Sunrise over Leuty lifeguard station - Kew Beach, Toronto by Phil Marion (176 million views - thanks), on Flickr




Streetcar in TTC Leslie Street Barn- Toronto by Phil Marion (176 million views - thanks), on Flickr




R.C. Harris takes a shower at dusk by Phil Marion (176 million views - thanks), on Flickr


----------



## CherylL (Oct 9, 2019)

DanOstergren said:


> I've been shooting more than ever, so there's a lot to choose from. I would say these three for sure though:
> 
> View attachment 180373 View attachment 180374 View attachment 180375



Excellent!  They say photography is all about the light, but I think it is all about Dan with the light.


----------



## Etoimos (Oct 10, 2019)

This is a great idea for a thread and there are some really nice photos in here.  I only managed to get out to shoot once in Sep, so below are my best three and they are all night shots.


----------



## Photo Lady (Oct 12, 2019)

gk fotografie said:


> *bump!
> 
> 
> 
> *​


is there going to be a new thread for Oct. ?


----------



## Destin (Oct 12, 2019)

I'm really late to this, but I figured I'd still jump in:

1.)





2.)





3.)


----------



## gk fotografie (Oct 13, 2019)

Destin said:


> I'm really late to this, but I figured I'd still jump in:
> 
> 1.)
> 
> ...



Nice photos, but two of them are from *March 2019*.....maybe stretching with 3, 4, 5 days before September or after September is still acceptable, but more than 6 months old photos is of course not what this thread is about. Sorry.


----------



## gk fotografie (Oct 13, 2019)

Photo Lady said:


> *is there going to be a new thread for Oct. ?*



No, at least not organized by me!


----------



## Destin (Oct 13, 2019)

gk fotografie said:


> Destin said:
> 
> 
> > I'm really late to this, but I figured I'd still jump in:
> ...



I assure you that the metadata is incorrect. I took these photos in September of this year. The date must be wrong in my camera.. it’s not something I’ve ever checked or bothered to set. The top two were taken on September 27th and the bottom was on September 22nd. 

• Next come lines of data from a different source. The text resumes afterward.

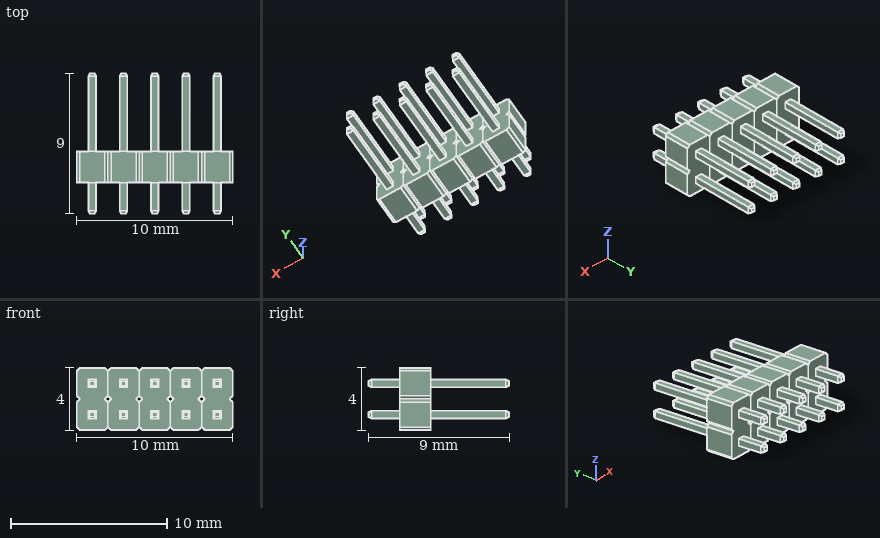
import cadquery as cq

pitch = 2.0
column_count = 5
row_count = 2

block_depth = pitch
corner_chamfer = 0.2

pin_width = 0.5
front_pin_length = 2.0
rear_pin_length = 5.0
tip_length = 0.2
tip_inset = 0.1

block_front_y = -block_depth / 2
block_rear_y = block_depth / 2
pin_front_y = block_front_y - front_pin_length
pin_rear_y = block_rear_y + rear_pin_length


def grid_position(index, count):
    """Centre of one grid place, with the whole row centred on the origin."""
    return (index - (count - 1) / 2) * pitch


def make_block(x, z):
    """Square insulator block with its four edges along Y chamfered."""
    return (
        cq.Workplane("XY")
        .box(pitch, block_depth, pitch)
        .edges("|Y")
        .chamfer(corner_chamfer)
        .translate((x, 0, z))
    )


def make_pin(x, z):
    """Square pin along Y with a tapered tip at both ends."""
    tip_width = pin_width - 2 * tip_inset
    shaft_front_y = pin_front_y + tip_length
    shaft_rear_y = pin_rear_y - tip_length

    shaft = (
        cq.Workplane("XZ", origin=(x, shaft_rear_y, z))
        .rect(pin_width, pin_width)
        .extrude(shaft_rear_y - shaft_front_y)
    )
    front_tip = (
        cq.Workplane("XZ", origin=(x, shaft_front_y, z))
        .rect(pin_width, pin_width)
        .workplane(offset=tip_length)
        .rect(tip_width, tip_width)
        .loft()
    )
    rear_tip = (
        cq.Workplane("XZ", origin=(x, pin_rear_y, z))
        .rect(tip_width, tip_width)
        .workplane(offset=tip_length)
        .rect(pin_width, pin_width)
        .loft()
    )
    return shaft.union(front_tip).union(rear_tip)


def make_column(x):
    """One header column: stacked blocks joined with their pins into one solid."""
    column = cq.Workplane("XY")
    for row in range(row_count):
        z = grid_position(row, row_count)
        column = column.union(make_block(x, z)).union(make_pin(x, z))
    return column.solids()


columns = [make_column(grid_position(index, column_count)) for index in range(column_count)]

result = cq.Compound.makeCompound([column.val() for column in columns])

Honestly, the fact that you’d take this seriously enough to check the exif data is kind of crazy to me. It’s not like you’re giving out prizes or something, so I don’t see why I’d even have incentive to lie or why you’d worry about checking.


----------



## gk fotografie (Oct 14, 2019)

Destin said:


> gk fotografie said:
> 
> 
> > Destin said:
> ...



Touched a little nerve, didn't I?
I understand that it doesn't really matter to you, because there's no prize or money to be won??? What a sad and extremely curious attitude. If you think about things that way and actually don't care, why participate in this thread in the first place? I'm not interested in any discussion here, because I don't find it interesting enough.
Do you really think I study all exif data, ha,ha, how funny, I really have better things to do!
In my web browser there's an app that shows GPS and Exif data in a bar at the bottom of every photo on the internet, useful for sharing our travel photos with (or view photos of) acquaintances on the internet.
Coincidentally I noticed that 2 photos were taken in March 2019, so be happy that I noticed it, because if this happens with the same Fuji camera that randomly displays all kinds of dates, then it's time to have that camera fixed! So, what are you actually talking about? I wish you good luck!

Gerard


----------



## Destin (Oct 14, 2019)

gk fotografie said:


> Destin said:
> 
> 
> > gk fotografie said:
> ...



Take my word for it or don’t, I know when I took the photos. 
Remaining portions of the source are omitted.